Barış Durukan
Şimdilerde ise elimizde bir tablet ya da cep telefonu ile tek yaptıkları sosyal medyada ne idüğü belirsiz videolar ya da başkalarının sahte “mutlu hayatını” izlemekten ibaret bir hayat yaşar olduk. O kadar ironik ki, bilgiye ulaşım kolaylaştıkça, daha sığ bilgilere, internetin çöp bilgilerine daha çok güvenir olduk. Bunun topluma yansıması ise daha cahil olduğu halde bir tür “cahil cesareti” ile daha bilgili olduğunu zanneden, özgüveni çok yüksek sahte profillere sahip olan bir kitleye evrilmemiz oldu. Sonunda da bir sosyal patlama yaşandı. İnsanlar okuyarak, eğitim alarak değil de kısa yollardan para kazanmanın, daha lüks ve şaaşalı hayatlar yaşamanın, “kısa yoldan köşeyi dönmenin” yollarını arar oldu.
Çok da eski değil, benim bir ve iki üst neslim yani şu anda ellili ve altmışlı yaşlarda olan kesim zamanında ve halen okuma alışkanlığına sahip bir nesil. Benim neslim olan kırklı yaşlardakilerde bu alışkanlık daha az, otuzlu ve yirmili yaşlarda ise karşılaştırılamayacak kadar az. Bilgiye erişim daha zor iken insanlar kendilerini geliştirmek için başka ihtiyaçlarından feragat ederek kitaplara ve bilgiye ulaşmaya çalışırdı, kütüphanelere üyelik yapılır, kütüphaneden kitap alınır, okunur ve iade edilirdi. Şimdi ise hemen her kitabın ücretsiz uygulamalarla erişimi mümkün olmasına rağmen fiziki olarak kitaplara ulaşıma ilgi azaldı.
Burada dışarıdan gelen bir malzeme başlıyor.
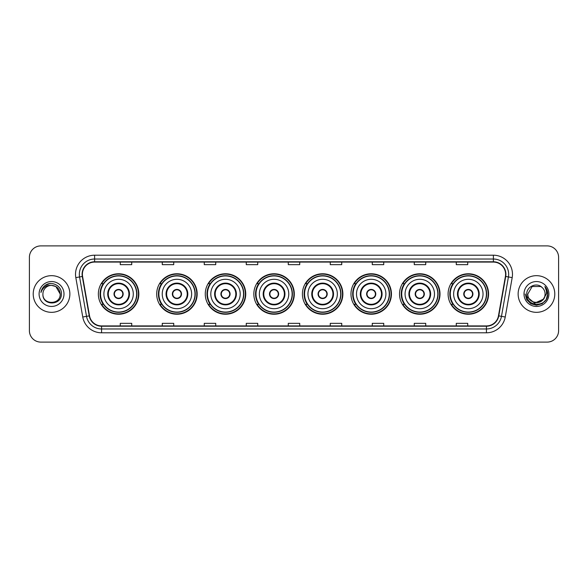 <?xml version="1.0" encoding="UTF-8"?>
<svg xmlns="http://www.w3.org/2000/svg" width="588" height="588" viewBox="0 0 588 588"><rect width="100%" height="100%" fill="white"/><g stroke="black" fill="none" stroke-linecap="round" stroke-linejoin="round"><path stroke-width="0.88" d="M448.1 294A20.235 20.235 0 0 0 468.335 314.235A20.235 20.235 0 0 0 488.577 294A20.235 20.235 0 0 0 468.335 273.765A20.235 20.235 0 0 0 448.1 294M399.531 294A20.235 20.235 0 0 0 419.773 314.235A20.235 20.235 0 0 0 440.008 294A20.235 20.235 0 0 0 419.773 273.765A20.235 20.235 0 0 0 399.531 294M350.97 294A20.235 20.235 0 0 0 371.204 314.235A20.235 20.235 0 0 0 391.439 294A20.235 20.235 0 0 0 371.204 273.765A20.235 20.235 0 0 0 350.97 294M302.401 294A20.235 20.235 0 0 0 322.636 314.235A20.235 20.235 0 0 0 342.87 294A20.235 20.235 0 0 0 322.636 273.765A20.235 20.235 0 0 0 302.401 294M253.832 294A20.235 20.235 0 0 0 274.067 314.235A20.235 20.235 0 0 0 294.309 294A20.235 20.235 0 0 0 274.067 273.765A20.235 20.235 0 0 0 253.832 294M205.263 294A20.235 20.235 0 0 0 225.505 314.235A20.235 20.235 0 0 0 245.74 294A20.235 20.235 0 0 0 225.505 273.765A20.235 20.235 0 0 0 205.263 294M156.695 294A20.235 20.235 0 0 0 176.937 314.235A20.235 20.235 0 0 0 197.171 294A20.235 20.235 0 0 0 176.937 273.765A20.235 20.235 0 0 0 156.695 294M98.358 294A20.235 20.235 0 0 0 118.592 314.235A20.235 20.235 0 0 0 138.827 294A20.235 20.235 0 0 0 118.592 273.765A20.235 20.235 0 0 0 98.358 294M103.209 304.312A18.515 18.515 0 0 1 103.209 283.688M161.553 304.312A18.515 18.515 0 0 1 161.553 283.688M210.122 304.312A18.515 18.515 0 0 1 210.122 283.688M258.683 304.312A18.515 18.515 0 0 1 258.683 283.688M307.252 304.312A18.515 18.515 0 0 1 307.252 283.688M355.821 304.312A18.515 18.515 0 0 1 355.821 283.688M404.39 304.312A18.515 18.515 0 0 1 404.39 283.688M452.958 304.312A18.515 18.515 0 0 1 452.958 283.688M29.4 257.346L29.4 330.654A11.451 11.451 0 0 0 40.851 342.106L547.149 342.106A11.451 11.451 0 0 0 558.6 330.654L558.6 257.346A11.451 11.451 0 0 0 547.149 245.894L40.851 245.894A11.451 11.451 0 0 0 29.4 257.346L29.4 330.654M33.215 294A18.331 18.331 0 0 0 51.546 312.331A18.331 18.331 0 0 0 69.869 294A18.331 18.331 0 0 0 51.546 275.669A18.331 18.331 0 0 0 33.215 294A18.331 18.331 0 0 0 51.546 312.331A18.331 18.331 0 0 0 69.869 294A18.331 18.331 0 0 0 51.546 275.669A18.331 18.331 0 0 0 33.215 294M518.131 294A18.331 18.331 0 0 0 536.454 312.331A18.331 18.331 0 0 0 554.785 294A18.331 18.331 0 0 0 536.454 275.669A18.331 18.331 0 0 0 518.131 294A18.331 18.331 0 0 0 536.454 312.331A18.331 18.331 0 0 0 554.785 294A18.331 18.331 0 0 0 536.454 275.669A18.331 18.331 0 0 0 518.131 294M82.393 274.295A12.216 12.216 0 0 1 94.617 262.079L493.383 262.079A12.216 12.216 0 0 1 505.415 276.419L498.47 315.822A12.216 12.216 0 0 1 486.438 325.921L101.562 325.921A12.216 12.216 0 0 1 89.53 315.822L82.585 276.419A12.216 12.216 0 0 1 82.393 274.295M82.092 274.295A12.524 12.524 0 0 0 82.283 276.47L89.229 315.874A12.524 12.524 0 0 0 101.562 326.222L486.438 326.222A12.524 12.524 0 0 0 498.771 315.874L505.717 276.47A12.524 12.524 0 0 0 493.383 261.778L94.617 261.778A12.524 12.524 0 0 0 82.092 274.295M75.815 277.617A19.088 19.088 0 0 1 94.617 255.207L493.383 255.207A19.088 19.088 0 0 1 512.185 277.617L505.239 317.02A19.088 19.088 0 0 1 486.438 332.793L101.562 332.793A19.088 19.088 0 0 1 82.761 317.02L75.815 277.617L79.571 276.948A15.273 15.273 0 0 1 94.617 259.029L493.383 259.029A15.273 15.273 0 0 1 508.429 276.948L501.476 316.351A15.273 15.273 0 0 1 486.438 328.971L101.562 328.971A15.273 15.273 0 0 1 86.524 316.351L79.571 276.948A15.273 15.273 0 0 1 79.343 274.295M547.149 245.894L40.851 245.894M40.851 342.106L547.149 342.106M558.6 330.654L558.6 257.346M498.771 315.874L501.476 316.351L508.429 276.948L512.185 277.617M288.274 262.079L288.274 264.666L299.726 264.666L299.726 262.079M246.269 262.079L246.269 264.666L257.728 264.666L257.728 262.079M204.271 262.079L204.271 264.666L215.73 264.666L215.73 262.079M162.273 262.079L162.273 264.666L173.725 264.666L173.725 262.079M120.275 262.079L120.275 264.666L131.727 264.666L131.727 262.079M330.272 262.079L330.272 264.666L341.731 264.666L341.731 262.079M372.27 262.079L372.27 264.666L383.729 264.666L383.729 262.079M414.275 262.079L414.275 264.666L425.727 264.666L425.727 262.079M456.273 262.079L456.273 264.666L467.725 264.666L467.725 262.079M299.726 325.921L299.726 323.334L288.274 323.334L288.274 325.921M257.728 325.921L257.728 323.334L246.269 323.334L246.269 325.921M215.73 325.921L215.73 323.334L204.271 323.334L204.271 325.921M173.725 325.921L173.725 323.334L162.273 323.334L162.273 325.921M131.727 325.921L131.727 323.334L120.275 323.334L120.275 325.921M341.731 325.921L341.731 323.334L330.272 323.334L330.272 325.921M383.729 325.921L383.729 323.334L372.27 323.334L372.27 325.921M425.727 325.921L425.727 323.334L414.275 323.334L414.275 325.921M467.725 325.921L467.725 323.334L456.273 323.334L456.273 325.921M60.174 294C60.704 305.135 42.387 305.135 42.917 294C42.108 306.061 61.777 305.782 61.387 294C62.056 285.746 51.332 280.395 44.982 285.548C42.74 287.348 41.395 289.656 40.954 292.486C42.733 287.422 46.261 285.055 51.546 285.371L55.86 286.525L60.174 294C60.704 305.135 42.387 305.135 42.917 294C42.387 305.135 60.704 305.135 60.174 294C60.704 305.135 42.387 305.135 42.917 294C42.387 305.135 60.704 305.135 60.174 294L55.86 286.525L51.546 285.371L55.86 286.525L60.174 294C59.667 288.759 56.786 285.878 51.546 285.371A8.629 8.629 0 0 0 42.917 294M39.095 294A12.451 12.451 0 0 0 51.546 306.451A12.451 12.451 0 0 0 63.996 294A12.451 12.451 0 0 0 51.546 281.549A12.451 12.451 0 0 0 39.095 294M44.982 285.555L50.186 283.387M103.892 294A14.7 14.7 0 0 1 118.592 279.3A14.7 14.7 0 0 1 133.292 294A14.7 14.7 0 0 1 118.592 308.7A14.7 14.7 0 0 1 103.892 294A14.7 14.7 0 0 0 118.592 308.7A14.7 14.7 0 0 0 133.292 294M108.28 294A10.312 10.312 0 0 0 118.592 304.312A10.312 10.312 0 0 0 128.904 294A10.312 10.312 0 0 0 118.592 283.688A10.312 10.312 0 0 0 108.28 294M103.437 283.688A18.331 18.331 0 0 0 103.437 304.312L101.621 304.312A19.852 19.852 0 0 0 138.445 294A19.852 19.852 0 0 0 101.621 283.688L103.466 283.688A18.309 18.309 0 0 1 136.901 294.044A18.309 18.309 0 0 1 103.466 304.312M136.651 294A18.059 18.059 0 0 0 118.592 275.941A18.059 18.059 0 0 0 100.533 294A18.059 18.059 0 0 0 118.592 312.059A18.059 18.059 0 0 0 136.651 294M114.013 294A4.579 4.579 0 0 0 118.592 298.579A4.579 4.579 0 0 0 123.171 294A4.579 4.579 0 0 0 118.592 289.421A4.579 4.579 0 0 0 114.013 294M114.153 292.853L114.315 292.853A4.432 4.432 0 0 1 122.87 292.853L122.635 292.853A4.197 4.197 0 0 1 118.592 298.197A4.197 4.197 0 0 1 114.55 292.853A4.197 4.197 0 0 1 122.635 292.853L123.032 292.853M123.032 295.147L122.87 295.147A4.432 4.432 0 0 1 114.315 295.147L114.153 295.147M545.083 294C545.613 305.135 527.296 305.135 527.826 294L532.14 286.525L540.769 286.525L542.107 287.481C536.815 281.924 526.613 286.503 526.708 294C525.738 307.326 547.34 307.671 547.693 294.647L547.707 294C547.678 291.17 546.737 288.686 544.885 286.54C546.296 288.855 546.789 291.339 546.37 294L543.069 299.542A8.629 8.629 0 0 0 545.083 294C545.613 305.135 527.296 305.135 527.826 294C527.296 305.135 545.613 305.135 545.083 294A8.629 8.629 0 0 0 542.107 287.481M543.069 299.542C538.49 305.738 527.377 301.776 527.826 294M543.621 299.086L534.617 303.165L526.98 296.8M524.004 294A12.451 12.451 0 0 0 536.454 306.451A12.451 12.451 0 0 0 548.905 294A12.451 12.451 0 0 0 536.454 281.549A12.451 12.451 0 0 0 524.004 294M544.885 286.54L547.707 294.331L547.178 290.59L547.707 294.331L547.178 290.59L547.707 294.331L544.966 286.635L547.707 294.323L544.966 286.635L547.707 294L546.201 299.63L542.085 303.746L536.454 305.253L530.824 303.746L526.708 299.63L525.202 294M544.966 286.635L547.707 294.331M162.237 294A14.7 14.7 0 0 1 176.937 279.3A14.7 14.7 0 0 1 191.637 294A14.7 14.7 0 0 1 176.937 308.7A14.7 14.7 0 0 1 162.237 294A14.7 14.7 0 0 0 176.937 308.7A14.7 14.7 0 0 0 191.637 294M166.624 294A10.312 10.312 0 0 0 176.937 304.312A10.312 10.312 0 0 0 187.241 294A10.312 10.312 0 0 0 176.937 283.688A10.312 10.312 0 0 0 166.624 294M161.781 283.688A18.331 18.331 0 0 0 161.781 304.312M194.995 294A18.059 18.059 0 0 0 176.937 275.941A18.059 18.059 0 0 0 158.878 294A18.059 18.059 0 0 0 176.937 312.059A18.059 18.059 0 0 0 194.995 294M172.35 294A4.579 4.579 0 0 0 176.937 298.579A4.579 4.579 0 0 0 181.516 294A4.579 4.579 0 0 0 176.937 289.421A4.579 4.579 0 0 0 172.35 294M196.789 294A19.852 19.852 0 0 1 159.965 304.312L161.803 304.312A18.309 18.309 0 0 0 195.238 294.044A18.309 18.309 0 0 0 161.803 283.688L159.965 283.688A19.852 19.852 0 0 1 196.789 294M172.497 292.853L172.651 292.853A4.432 4.432 0 0 1 181.214 292.853L180.972 292.853A4.197 4.197 0 0 1 176.937 298.197A4.197 4.197 0 0 1 172.894 292.853A4.197 4.197 0 0 1 180.972 292.853L181.369 292.853M181.369 295.147L180.972 295.147A4.197 4.197 0 0 1 172.894 295.147L172.497 295.147M180.972 295.147L181.214 295.147A4.432 4.432 0 0 1 172.651 295.147L172.894 295.147M210.805 294A14.7 14.7 0 0 1 225.505 279.3A14.7 14.7 0 0 1 240.205 294A14.7 14.7 0 0 1 225.505 308.7A14.7 14.7 0 0 1 210.805 294A14.7 14.7 0 0 0 225.505 308.7A14.7 14.7 0 0 0 240.205 294M215.193 294A10.312 10.312 0 0 0 225.505 304.312A10.312 10.312 0 0 0 235.81 294A10.312 10.312 0 0 0 225.505 283.688A10.312 10.312 0 0 0 215.193 294M210.35 283.688A18.331 18.331 0 0 0 210.35 304.312L208.534 304.312A19.852 19.852 0 0 0 245.358 294A19.852 19.852 0 0 0 208.534 283.688L210.372 283.688A18.309 18.309 0 0 1 243.807 294.044A18.309 18.309 0 0 1 210.372 304.312M243.564 294A18.059 18.059 0 0 0 225.505 275.941A18.059 18.059 0 0 0 207.439 294A18.059 18.059 0 0 0 225.505 312.059A18.059 18.059 0 0 0 243.564 294M220.919 294A4.579 4.579 0 0 0 225.505 298.579A4.579 4.579 0 0 0 230.084 294A4.579 4.579 0 0 0 225.505 289.421A4.579 4.579 0 0 0 220.919 294M221.066 292.853L221.22 292.853A4.432 4.432 0 0 1 229.783 292.853L229.541 292.853A4.197 4.197 0 0 1 225.505 298.197A4.197 4.197 0 0 1 221.463 292.853A4.197 4.197 0 0 1 229.541 292.853L229.937 292.853M229.937 295.147L229.541 295.147A4.197 4.197 0 0 1 221.463 295.147L221.066 295.147M229.541 295.147L229.783 295.147A4.432 4.432 0 0 1 221.22 295.147L221.463 295.147M259.367 294A14.7 14.7 0 0 1 274.067 279.3A14.7 14.7 0 0 1 288.767 294A14.7 14.7 0 0 1 274.067 308.7A14.7 14.7 0 0 1 259.367 294A14.7 14.7 0 0 0 274.067 308.7A14.7 14.7 0 0 0 288.767 294M263.762 294A10.312 10.312 0 0 0 274.067 304.312A10.312 10.312 0 0 0 284.379 294A10.312 10.312 0 0 0 274.067 283.688A10.312 10.312 0 0 0 263.762 294M258.918 283.688A18.331 18.331 0 0 0 258.918 304.312M292.126 294A18.059 18.059 0 0 0 274.067 275.941A18.059 18.059 0 0 0 256.008 294A18.059 18.059 0 0 0 274.067 312.059A18.059 18.059 0 0 0 292.126 294M269.488 294A4.579 4.579 0 0 0 274.067 298.579A4.579 4.579 0 0 0 278.653 294A4.579 4.579 0 0 0 274.067 289.421A4.579 4.579 0 0 0 269.488 294M293.926 294A19.852 19.852 0 0 1 257.103 304.312L258.94 304.312A18.309 18.309 0 0 0 292.376 294.044A18.309 18.309 0 0 0 258.94 283.688L257.103 283.688A19.852 19.852 0 0 1 293.926 294M269.635 292.853L269.789 292.853A4.432 4.432 0 0 1 278.352 292.853L278.109 292.853A4.197 4.197 0 0 1 274.067 298.197A4.197 4.197 0 0 1 270.032 292.853A4.197 4.197 0 0 1 278.109 292.853L278.506 292.853M278.506 295.147L278.109 295.147A4.197 4.197 0 0 1 270.032 295.147L269.635 295.147M278.109 295.147L278.352 295.147A4.432 4.432 0 0 1 269.789 295.147L270.032 295.147M307.936 294A14.7 14.7 0 0 1 322.636 279.3A14.7 14.7 0 0 1 337.336 294A14.7 14.7 0 0 1 322.636 308.7A14.7 14.7 0 0 1 307.936 294A14.7 14.7 0 0 0 322.636 308.7A14.7 14.7 0 0 0 337.336 294M312.331 294A10.312 10.312 0 0 0 322.636 304.312A10.312 10.312 0 0 0 332.948 294A10.312 10.312 0 0 0 322.636 283.688A10.312 10.312 0 0 0 312.331 294M307.48 283.688A18.331 18.331 0 0 0 307.48 304.312M340.695 294A18.059 18.059 0 0 0 322.636 275.941A18.059 18.059 0 0 0 304.577 294A18.059 18.059 0 0 0 322.636 312.059A18.059 18.059 0 0 0 340.695 294M318.057 294A4.579 4.579 0 0 0 322.636 298.579A4.579 4.579 0 0 0 327.215 294A4.579 4.579 0 0 0 322.636 289.421A4.579 4.579 0 0 0 318.057 294M342.488 294A19.852 19.852 0 0 1 305.664 304.312L307.509 304.312A18.309 18.309 0 0 0 340.944 294.044A18.309 18.309 0 0 0 307.509 283.688L305.664 283.688A19.852 19.852 0 0 1 342.488 294M318.204 292.853L318.358 292.853A4.432 4.432 0 0 1 326.913 292.853L326.678 292.853A4.197 4.197 0 0 1 322.636 298.197A4.197 4.197 0 0 1 318.593 292.853A4.197 4.197 0 0 1 326.678 292.853L327.075 292.853M327.075 295.147L326.678 295.147A4.197 4.197 0 0 1 318.593 295.147L318.204 295.147M326.678 295.147L326.913 295.147A4.432 4.432 0 0 1 318.358 295.147L318.593 295.147M356.504 294A14.7 14.7 0 0 1 371.204 279.3A14.7 14.7 0 0 1 385.904 294A14.7 14.7 0 0 1 371.204 308.7A14.7 14.7 0 0 1 356.504 294A14.7 14.7 0 0 0 371.204 308.7A14.7 14.7 0 0 0 385.904 294M360.892 294A10.312 10.312 0 0 0 371.204 304.312A10.312 10.312 0 0 0 381.509 294A10.312 10.312 0 0 0 371.204 283.688A10.312 10.312 0 0 0 360.892 294M356.049 283.688A18.331 18.331 0 0 0 356.049 304.312M389.263 294A18.059 18.059 0 0 0 371.204 275.941A18.059 18.059 0 0 0 353.145 294A18.059 18.059 0 0 0 371.204 312.059A18.059 18.059 0 0 0 389.263 294M366.625 294A4.579 4.579 0 0 0 371.204 298.579A4.579 4.579 0 0 0 375.783 294A4.579 4.579 0 0 0 371.204 289.421A4.579 4.579 0 0 0 366.625 294M391.057 294A19.852 19.852 0 0 1 354.233 304.312L356.078 304.312A18.309 18.309 0 0 0 389.513 294.044A18.309 18.309 0 0 0 356.078 283.688L354.233 283.688A19.852 19.852 0 0 1 391.057 294M366.765 292.853L366.927 292.853A4.432 4.432 0 0 1 375.482 292.853L375.247 292.853A4.197 4.197 0 0 1 371.204 298.197A4.197 4.197 0 0 1 367.162 292.853A4.197 4.197 0 0 1 375.247 292.853L375.636 292.853M375.636 295.147L375.247 295.147A4.197 4.197 0 0 1 367.162 295.147L366.765 295.147M375.247 295.147L375.482 295.147A4.432 4.432 0 0 1 366.927 295.147L367.162 295.147M405.073 294A14.7 14.7 0 0 1 419.773 279.3A14.7 14.7 0 0 1 434.473 294A14.7 14.7 0 0 1 419.773 308.7A14.7 14.7 0 0 1 405.073 294A14.7 14.7 0 0 0 419.773 308.7A14.7 14.7 0 0 0 434.473 294M409.461 294A10.312 10.312 0 0 0 419.773 304.312A10.312 10.312 0 0 0 430.078 294A10.312 10.312 0 0 0 419.773 283.688A10.312 10.312 0 0 0 409.461 294M404.618 283.688A18.331 18.331 0 0 0 404.618 304.312M437.832 294A18.059 18.059 0 0 0 419.773 275.941A18.059 18.059 0 0 0 401.714 294A18.059 18.059 0 0 0 419.773 312.059A18.059 18.059 0 0 0 437.832 294M415.187 294A4.579 4.579 0 0 0 419.773 298.579A4.579 4.579 0 0 0 424.352 294A4.579 4.579 0 0 0 419.773 289.421A4.579 4.579 0 0 0 415.187 294M439.626 294A19.852 19.852 0 0 1 402.802 304.312L404.64 304.312A18.309 18.309 0 0 0 438.075 294.044A18.309 18.309 0 0 0 404.64 283.688L402.802 283.688A19.852 19.852 0 0 1 439.626 294M415.334 292.853L415.488 292.853A4.432 4.432 0 0 1 424.051 292.853L423.808 292.853A4.197 4.197 0 0 1 419.773 298.197A4.197 4.197 0 0 1 415.731 292.853A4.197 4.197 0 0 1 423.808 292.853L424.205 292.853M424.205 295.147L423.808 295.147A4.197 4.197 0 0 1 415.731 295.147L415.334 295.147M423.808 295.147L424.051 295.147A4.432 4.432 0 0 1 415.488 295.147L415.731 295.147M453.635 294A14.7 14.7 0 0 1 468.335 279.3A14.7 14.7 0 0 1 483.035 294A14.7 14.7 0 0 1 468.335 308.7A14.7 14.7 0 0 1 453.635 294A14.7 14.7 0 0 0 468.335 308.7A14.7 14.7 0 0 0 483.035 294M458.03 294A10.312 10.312 0 0 0 468.335 304.312A10.312 10.312 0 0 0 478.647 294A10.312 10.312 0 0 0 468.335 283.688A10.312 10.312 0 0 0 458.03 294M453.186 283.688A18.331 18.331 0 0 0 453.186 304.312L451.371 304.312A19.852 19.852 0 0 0 488.194 294A19.852 19.852 0 0 0 451.371 283.688L453.208 283.688A18.309 18.309 0 0 1 486.644 294.044A18.309 18.309 0 0 1 453.208 304.312M486.401 294A18.059 18.059 0 0 0 468.335 275.941A18.059 18.059 0 0 0 450.276 294A18.059 18.059 0 0 0 468.335 312.059A18.059 18.059 0 0 0 486.401 294M463.756 294A4.579 4.579 0 0 0 468.335 298.579A4.579 4.579 0 0 0 472.921 294A4.579 4.579 0 0 0 468.335 289.421A4.579 4.579 0 0 0 463.756 294M463.903 292.853L464.057 292.853A4.432 4.432 0 0 1 472.62 292.853L472.377 292.853A4.197 4.197 0 0 1 468.335 298.197A4.197 4.197 0 0 1 464.3 292.853A4.197 4.197 0 0 1 472.377 292.853L472.774 292.853M472.774 295.147L472.377 295.147A4.197 4.197 0 0 1 464.3 295.147L463.903 295.147M472.377 295.147L472.62 295.147A4.432 4.432 0 0 1 464.057 295.147L464.3 295.147M493.383 255.207L493.383 261.778M79.571 276.948L82.283 276.47M101.562 332.793L101.562 326.222M486.438 326.222L486.438 332.793M82.761 317.02L89.229 315.874M505.717 276.47L508.429 276.948M94.617 255.207L94.617 261.778M501.476 316.351L505.239 317.02M129.478 294A10.885 10.885 0 0 0 118.592 283.115A10.885 10.885 0 0 0 107.714 294A10.885 10.885 0 0 0 118.592 304.885A10.885 10.885 0 0 0 129.478 294M187.815 294A10.885 10.885 0 0 0 176.937 283.115A10.885 10.885 0 0 0 166.051 294A10.885 10.885 0 0 0 176.937 304.885A10.885 10.885 0 0 0 187.815 294M236.383 294A10.885 10.885 0 0 0 225.505 283.115A10.885 10.885 0 0 0 214.62 294A10.885 10.885 0 0 0 225.505 304.885A10.885 10.885 0 0 0 236.383 294M284.952 294A10.885 10.885 0 0 0 274.067 283.115A10.885 10.885 0 0 0 263.189 294A10.885 10.885 0 0 0 274.067 304.885A10.885 10.885 0 0 0 284.952 294M333.521 294A10.885 10.885 0 0 0 322.636 283.115A10.885 10.885 0 0 0 311.758 294A10.885 10.885 0 0 0 322.636 304.885A10.885 10.885 0 0 0 333.521 294M382.082 294A10.885 10.885 0 0 0 371.204 283.115A10.885 10.885 0 0 0 360.319 294A10.885 10.885 0 0 0 371.204 304.885A10.885 10.885 0 0 0 382.082 294M430.651 294A10.885 10.885 0 0 0 419.773 283.115A10.885 10.885 0 0 0 408.888 294A10.885 10.885 0 0 0 419.773 304.885A10.885 10.885 0 0 0 430.651 294M479.22 294A10.885 10.885 0 0 0 468.335 283.115A10.885 10.885 0 0 0 457.457 294A10.885 10.885 0 0 0 468.335 304.885A10.885 10.885 0 0 0 479.22 294"/></g></svg>

İşte bu gerekçelerle, kitap okumayı seven ve naçizane kendini entelektüel biri olarak gören ben kendimce bir okuma kulübü oluşturmaya karar verdim. Her hafta cumartesileri, Ankara Tunus Caddesi’nde ki James Cook Cafe & Pub’da saat 13:00-14:30 arasında haftanın seçilmiş kitabını önce benim hazırladığım slaytlar üzerinden kitabın tarihçesi, yazarın kısa hayatı ve kitabın yarattığı yankıların sunumu sonrası, katılımcıların en sevdiği bölümlerin kısa okunuşunu takiben tartışma seansı olarak planlamaya niyet ettim. Haftanın kitabını ve yine yer ve saati instagram hesabımdan duyuracağım (@profdrbarisdurukan). İlk kitap Jack London tarafından yazılan “John Barleycorn” olacağı için kitap okuma kulübünün adını da “Baleycorn Kitap Okuma Kulübü” olarak koymayı düşündüm. Bu hafta 21.Eylül.2024
Cumartesi günü 13:00-14:30 arası Ankara Tunus Caddesi’nde ki James Cook Cafe & Pub’da ilk okuma ve tartışma gününü gerçekleştireceğiz. Sosyal medyada fena ilgi görmediğini söyleyebilirim. Her ne kadar katılmak istese de o gün ve saat aralığında katılamayacak olanlarda bana ulaştı. Umarım bu aktiviteyi haftalık ya da en azından iki haftada bir aralıklarda gerçekleştirebilirim ve istekliler katılma fırsatı bulurlar. Aktivitenin online olarak yapılmasını önerenler olduysa da yüz yüze yapılması zannımca daha samimi ve gerçek geldiği için bu şekilde yapılmasını planladım. Bu okuma kulübü için kendi özelinde çok da profesyonel olmaya ihtiyaç olmadığını düşünüyorum. Sonuçta bir bilgi yarışması ya da edebi bir panel olmayacak. Kitabı okumuş hatta okumamış ama okumaya istekli insanların kitap hakkında bilgi alışverişinde bulunduğu, kitaptan sevdiği bölümleri okuduğu, kitabın onlarda oluşturduğu haleti ruhiyeyi anlattığı seanslar olacak aslında. Kitabı okuyan herkesin farklı bir bakış açısı ve muhakemesi olduğuna göre, belki de kitap hakkında her katılımcıya başka bir bakış açısı sunmayı sağlayacağını düşünüyorum. Bu nedenle katılım için hiç çekinmeye gerek yok. Amaç kitap odağında keyifli sohbetler yapmak. Bazen kitap ve yazar ile ilgili müzik ya da filmlerden de kısa anektodlar dinlemek, izlemek fırsatı olacak. Kitap içeriği ile ilgili farklı bilgilerde paylaşmaya çalışacağım, tabi katılımcılarda eğer isterlerse kendileri de bilgi paylaşımlarını yapmakta özgürler.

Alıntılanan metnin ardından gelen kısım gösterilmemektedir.